Zo geformuleerd is Emotionele flexibiliteit een boek vol clichés. David illustreert haar ideeën echter met talrijke, soms verrassende inzichten uit psychologisch onderzoek en uit persoonlijke ervaringen. Moet een mens altijd maar blijven lachen (keep smiling)? Nee, natuurlijk niet. Om dit te verduidelijken gaat David als volgt te werk. Eerst haalt ze een onderzoek uit 2001 aan, waarin wordt gesuggereerd dat de gelaatsuitdrukking op jaarboekfoto’s van meisjes (die op een privéschool zaten) voorspellende waarde heeft. Meisjes met een ‘echte’ lach zouden dertig jaar later veel succesvoller zijn dan meisjes met een ‘gemaakte’ lach. Op de beperkingen van dit onderzoek gaat David niet in. Ze vraagt zich niet af in hoeverre de uitkomsten te generaliseren zijn naar andere meisjes. Of naar jongens. Wél koppelt zij aan de onderzoeksuitkomsten een beschouwing over de voordelen en nadelen van positieve emoties. In eerste instantie helpen positieve emoties om betere besluiten te nemen, maar David vergelijkt lachen met eten: wie altijd veel eet, wordt te dik. David: ‘Als we te vrolijk zijn, dan hebben we de neiging om belangrijke bedreigingen en gevaren te negeren.’ Negatieve emoties helpen juist om dieper na te denken. Voor lezers die dit moeilijk kunnen geloven voegt David hieraan toe: ‘Is het niet interessant dat de beroemdste (fictieve) detectives opmerkelijk mopperig zijn?’

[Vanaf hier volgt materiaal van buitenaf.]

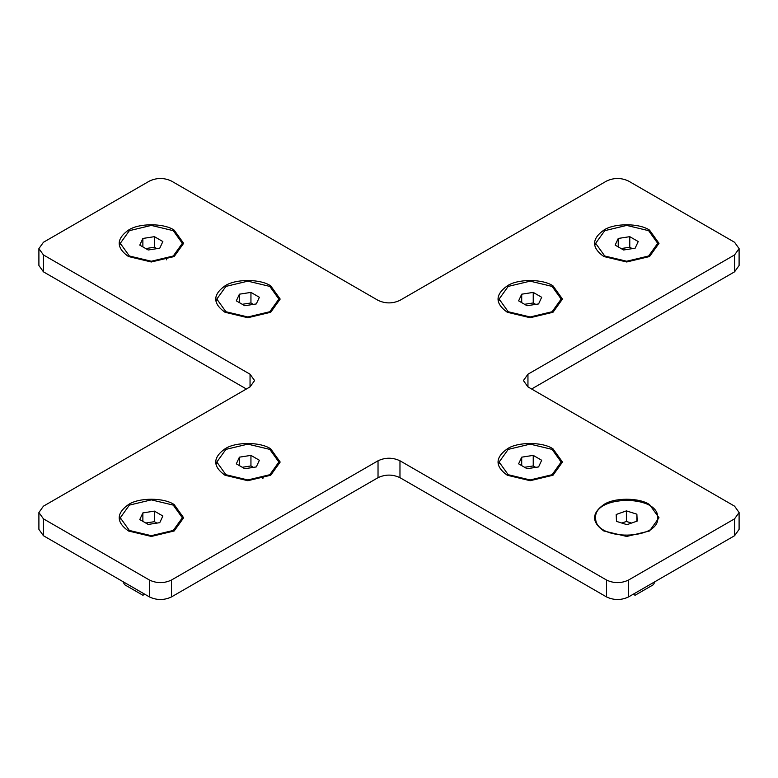 <?xml version="1.0" encoding="UTF-8"?>
<svg xmlns="http://www.w3.org/2000/svg" width="778" height="778" viewBox="0 0 778 778"><rect width="100%" height="100%" fill="white"/><g stroke="black" fill="none" stroke-linecap="round" stroke-linejoin="round"><path stroke-width="1.17" d="M533.241 292.402L541.683 297.284L538.59 303.935L527.056 305.725L518.615 300.853L521.707 294.191L533.241 292.402L533.241 302.963L524.586 304.295M521.707 294.191L521.707 302.632M535.711 304.383L533.241 302.963M508.209 311.735L499.116 299.063L508.209 286.401L530.149 281.15L552.088 286.401L561.171 299.063L552.088 311.735L530.149 316.977L508.209 311.735M629.772 236.668L638.223 241.55L635.13 248.201L623.596 249.991L615.145 245.119L618.238 238.457L629.772 236.668L629.772 247.229L621.126 248.561M618.238 238.457L618.238 246.898M632.242 248.649L629.772 247.229M604.739 256.001L595.656 243.329L604.739 230.667L626.689 225.416L648.628 230.667L657.711 243.329L648.628 256.001L626.689 261.243L604.739 256.001M154.404 511.117L162.855 515.999L159.762 522.66L148.228 524.44L139.777 519.568L142.87 512.906L154.404 511.117L154.404 521.678L145.758 523.01M142.87 512.906L142.87 521.348M156.874 523.098L154.404 521.678M129.372 530.45L120.289 517.778L129.372 505.116L151.311 499.865L173.261 505.116L182.344 517.778L173.261 530.45L151.311 535.692L129.372 530.45M250.944 455.383L259.385 460.265L256.293 466.926L244.759 468.706L236.317 463.834L239.41 457.172L250.944 455.383L250.944 465.944L242.289 467.277M239.41 457.172L239.41 465.614M253.414 467.364L250.944 465.944M225.912 474.716L216.829 462.044L225.912 449.383L247.851 444.131L269.791 449.383L278.884 462.044L269.791 474.716L247.851 479.958L225.912 474.716M533.241 455.383L541.683 460.265L538.59 466.926L527.056 468.706L518.615 463.834L521.707 457.172L533.241 455.383L533.241 465.944L524.586 467.277M521.707 457.172L521.707 465.614M535.711 467.364L533.241 465.944M508.209 474.716L499.116 462.044L508.209 449.383L530.149 444.131L552.088 449.383L561.171 462.044L552.088 474.716L530.149 479.958L508.209 474.716M631.542 523.069L626.397 521.445L621.826 523.049M636.881 514.19L637.172 521.085L626.971 524.673L616.487 521.377L616.195 514.482L626.397 510.883L636.881 514.19L636.881 521.182M626.397 510.883L626.397 521.445M595.666 518.216C592.992 495.148 658.441 494.234 657.702 517.351C660.376 540.418 594.927 541.332 595.666 518.216L595.656 519.052M657.702 517.351L657.711 519.052M154.404 236.668L162.855 241.55L159.762 248.201L148.228 249.991L139.777 245.119L142.87 238.457L154.404 236.668L154.404 247.229L145.758 248.561M142.87 238.457L142.87 246.898M156.874 248.649L154.404 247.229M129.372 256.001L120.289 243.329L129.372 230.667L151.311 225.416L173.261 230.667L182.344 243.329L173.261 256.001L151.311 261.243L129.372 256.001M250.944 292.402L259.385 297.284L256.293 303.935L244.759 305.725L236.317 300.853L239.41 294.191L250.944 292.402L250.944 302.963L242.289 304.295M239.41 294.191L239.41 302.632M253.414 304.383L250.944 302.963M225.912 311.735L216.829 299.063L225.912 286.401L247.851 281.15L269.791 286.401L278.884 299.063L269.791 311.735L247.851 316.977L225.912 311.735M655.076 581.613L653.374 584.706L635.091 595.258L633.263 594.207M635.091 595.258L633.399 594.129M144.601 594.129L142.909 595.258L144.737 594.207M142.909 595.258L124.626 584.706L122.924 581.613M224.998 475.241L224.998 475.241C212.666 466.44 212.666 457.649 224.998 448.848C235.287 441.729 260.416 441.729 270.705 448.848L280.177 462.044L270.705 475.241L247.851 480.707L224.998 475.241M507.295 312.26L507.295 312.26C494.964 303.459 494.964 294.668 507.295 285.866C517.584 278.748 542.713 278.748 553.002 285.866L562.465 299.063L553.002 312.26L530.149 317.725L507.295 312.26M128.458 530.975L128.458 530.975C116.136 522.184 116.136 513.383 128.458 504.582C138.747 497.473 163.886 497.473 174.175 504.582L183.637 517.778L174.175 530.975L151.311 536.441L128.458 530.975M603.825 256.526L603.825 256.526C591.504 247.725 591.504 238.934 603.825 230.132C614.114 223.014 639.253 223.014 649.542 230.132L659.005 243.329L649.542 256.526L626.689 261.991L603.825 256.526M603.825 530.975L603.825 530.975C591.504 522.184 591.504 513.383 603.825 504.582C614.114 497.473 639.253 497.473 649.542 504.582L659.005 517.778L649.542 530.975L626.689 536.441L603.825 530.975M128.458 256.526L128.458 256.526C116.136 247.725 116.136 238.934 128.458 230.132C138.747 223.014 163.886 223.014 174.175 230.132L183.637 243.329L174.175 256.526L151.311 261.991L128.458 256.526M224.998 312.26L224.998 312.26C212.666 303.459 212.666 294.668 224.998 285.866C235.287 278.748 260.416 278.748 270.705 285.866L280.177 299.063L270.705 312.26L247.851 317.725L224.998 312.26M507.295 475.241L507.295 475.241C494.964 466.44 494.964 457.649 507.295 448.848C517.584 441.729 542.713 441.729 553.002 448.848L562.465 462.044L553.002 475.241L530.149 480.707L507.295 475.241M38.9 512.508L38.9 529.39L43.442 535.731L149.483 596.95C156.796 600.363 164.119 600.363 171.432 596.95L171.432 580.057C164.119 583.481 156.796 583.481 149.483 580.057L43.442 518.838L38.9 512.508L43.442 506.167L250.049 386.89L254.591 380.559L250.049 374.218L250.049 386.89M171.432 580.057L378.03 460.78L378.03 477.673C385.343 474.249 392.657 474.249 399.97 477.673L399.97 460.78C392.657 457.367 385.343 457.367 378.03 460.78M399.97 460.78L606.568 580.057L606.568 596.95C613.881 600.363 621.204 600.363 628.517 596.95L734.558 535.731L739.1 529.39L739.1 512.508L734.558 518.838L628.517 580.057C621.204 583.481 613.881 583.481 606.568 580.057M527.951 386.89L527.951 374.218L523.409 380.559L527.951 386.89L734.558 506.167L739.1 512.508M527.951 374.218L734.558 254.941L734.558 271.833L739.1 265.493L739.1 248.61L734.558 254.941M38.9 248.61L38.9 265.493L43.442 271.833L43.442 254.941L38.9 248.61L43.442 242.269L149.483 181.05C156.796 177.637 164.119 177.637 171.432 181.05L378.03 300.327C385.343 303.751 392.657 303.751 399.97 300.327L606.568 181.05C613.881 177.637 621.204 177.637 628.517 181.05L734.558 242.269L739.1 248.61M43.442 254.941L250.049 374.218M734.558 271.833L531.607 389M606.568 596.95L399.97 477.673M378.03 477.673L171.432 596.95M246.393 389L43.442 271.833M149.483 580.057L149.483 596.95M43.442 535.731L43.442 518.838M628.517 596.95L628.517 580.057M734.558 518.838L734.558 535.731M499.116 300.327L499.116 299.063M561.171 300.327L561.171 299.063M595.656 244.593L595.656 243.329M657.711 244.593L657.711 243.329M120.289 519.052L120.289 517.778M182.344 519.052L182.344 517.778M262.847 478.577L263.217 477.604M216.829 463.309L216.829 462.044M278.884 463.309L278.884 462.044M499.116 463.309L499.116 462.044M561.171 463.309L561.171 462.044M166.307 259.862L166.687 258.889M120.289 244.593L120.289 243.329M182.344 244.593L182.344 243.329M216.829 300.327L216.829 299.063M278.884 300.327L278.884 299.063"/></g></svg>

David treedt in het voetspoor van Daniel Kahneman als ze op twee vormen van denken wijst: snel en langzaam. Haar boek is een uitvoerig pleidooi voor de langzame vorm. Wie de tijd neemt, creëert ruimte voor alternatieve emoties. Om het langzame denken te bevorderen, wijst de auteur op de functie van taal. Gedragingen worden volgens David in sterke mate gestuurd door de wijze waarop mensen hun ervaringen benoemen. Wie flexibel in het leven wil staan, doet er volgens haar goed aan om situaties vanuit zeer verschillende gezichtspunten te beschrijven.
David put haar inzichten uit talrijke stromingen binnen de psychologie. Ze gaat eclectisch te werk. Soms is ze behavioristisch – vooral als ze benadrukt dat het belangrijk is om veranderingen in kleine stappen door te voeren. Met haar nadruk op taal is ze cognitivistisch. Mindfulness krijgt ruim aandacht. De positieve psychologie trekt een spoor door de tekst. De al wat oudere attributietheorie komt aan bod, net als de nog oudere gestaltpsychologie. Om te voorkomen dat het boek een grabbelton zou worden, laat David haar lezers een marsroute volgen die uit vier etappes bestaat: aanwezig zijn, afstand nemen, je eigen pad volgen, veranderen. Wie hierna nog dezelfde persoon is gebleven, is in elk geval aan het denken gezet over de voor- en nadelen daarvan.
Door Susan David (2017)
Amsterdam: Meulenho‘ffBoekerij, 288 p.